5. Supply and Demand
Not a demand for minerals or anything else material, but a demand for these unique experiences that we humanists say give life value, and that are reinforced during every commercial break - in credit card, mutual fund, phone, and car
commercials, sometimes only breaking up the preaching from the real gurus- on travel shows.
And now we get to post it so that everyone sees that we did this fulfilling thing, which is probably why tourism is booming everywhere. I like to think I'm not a target and that my interest stems from a purer vine, but that's probably naive.
So with this brimming demand, decision-makers build a new road or bridge. Then construction materials and large buses can get there quickly. Eventually it will become somewhere backpackers won't demand any longer, but that's ok - Chinese tour buses leave a lot more cash behind.
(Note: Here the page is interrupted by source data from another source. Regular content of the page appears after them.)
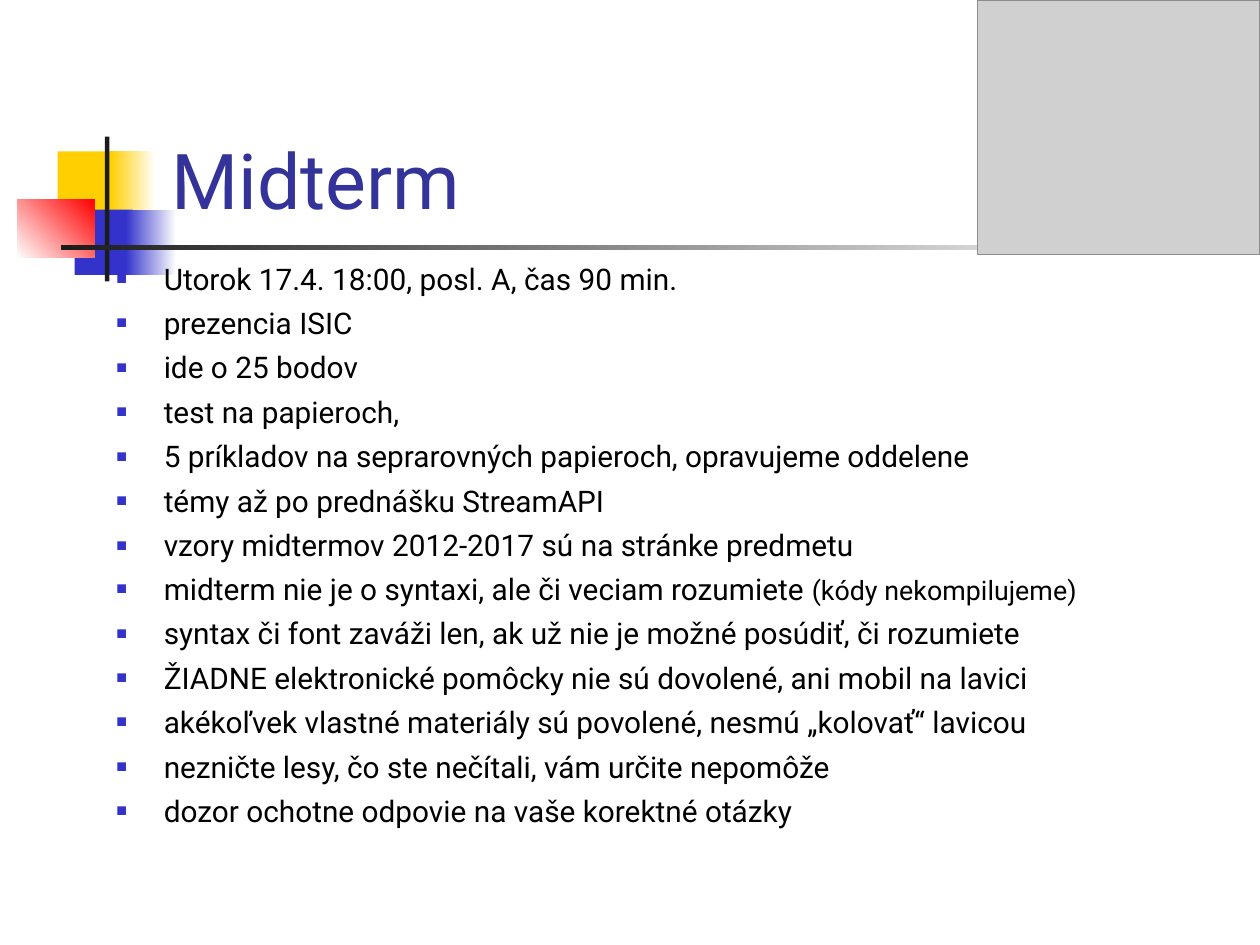
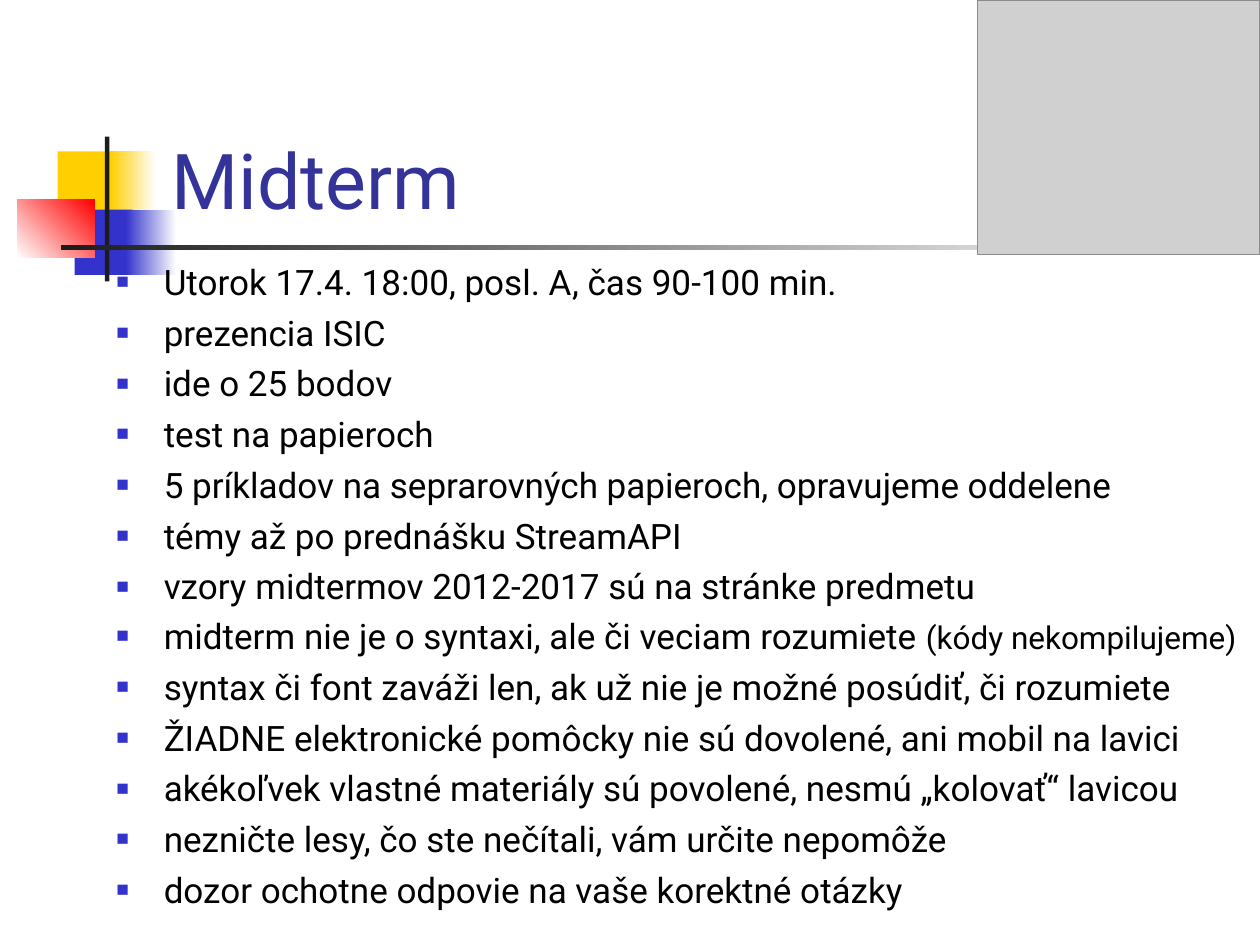
Before and after one commit to Programovanie4/Prednasky, a slide deck: slide 1 of 07/07_java_intro.ppt. Drawn at 1260x945 pixels with LibreOffice and Linux fonts; fonts in the diff are those of the drawing; grey boxes stand for pictures. Boxes give left, top, right and bottom in pixels: in the first picture for what was removed or moved away, otherwise in the second. Text is boxed around its words. In the diff, an @@ line names an element or a change of style, - is before the commit and + after.

```diff
--- a/07/07_java_intro.ppt
+++ b/07/07_java_intro.ppt
@@ text at (164, 263, 837, 302): text changed; size 17 to 20 pt @@
-■ Utorok 17.4. 18:00, posl. A, čas 90 min.
+■ Utorok 17.4. 18:00, posl. A, čas 90-100 min.
@@ text at (164, 320, 1236, 911): size 17 to 20 pt in "prezencia ISIC", "ide o 25 bodov", "5 príkladov na seprarovných papieroch, opravujeme oddelene", "témy až po prednášku StreamAPI" and 7 more places; size 15.3 to 18 pt in "(kódy nekompilujeme)" @@
@@ text at (164, 420, 434, 454): text changed; size 17 to 20 pt @@
-■ test na papieroch,
+■ test na papieroch
```
Also in this commit, not shown: 1 other slide changed, 1 slide added, 1 slide removed, 3 other files.

And then someday far in the future they will be ruins, like Roman roads.
6. Selling Out
Years ago tourism in Sa Pa must have begun with homestays, where you'd stay in a local's home with an added spare room or two. But this word has been stretched over the years to a comedic degree - many of the dozens of "homestays" in Te Van, backpacker central, are 20-room, 2-story hotels, some with tiki bars below that play Jimmy Buffett and John Mellencamp and serve "the best mojitos in town."
Sa Pa Town flooding
It's impressive that all this water finds somewhere to go, without much damage.
Mae pointed to all the construction and complained that there are too many homestays already. She offers a true homestay experience at her house if anyone wants to try it (her number is 01676004196). She can't advertise it online because she can't read or write. After hearing her outspokenness on the matter, I was glad that she was leading me to Zizi's homestay, which I'd read is pretty rustic, being on a local family's farm.
Zizi's was certainly authentic, but after a night and morning of kids and dogs everywhere, and a rooster crowing at 5AM, and a very hard bed in a room with only bamboo between me and loud conversation, in the morning I headed into Ta Van, where I switched to Ecological Homestay, which stretches both words to the limit, the former only because the cottages are built on former rice paddies! But boy was it comfy, and the same price.
7. Sa Pa Town Typhoon
I stayed two more days in the valley, hiking and running on roads when I could, since the typhoon made the trails a mess. The hill tribe guides led groups around the same way Mae led me, always
with a few local escorts, so they no time to bother me.
As penance for my stay at Ecological Homestay, I decided to keep up my vehicle-less exploration of the valley and to walk the three hours back to Sa Pa. It had rained all night but the morning was just a drizzle. Then an hour in and it was a deluge. I entered the Sa Pa Town tourist center during the peak (see photo) - tourists were huddled in the hipster cafes, hoping for better weather so they could see the valley, maybe from the cable car line that was just built or in a few years from the 15-story hotel currently under construction.
The main street was attractive enough, but I was glad that Mae had chosen another route.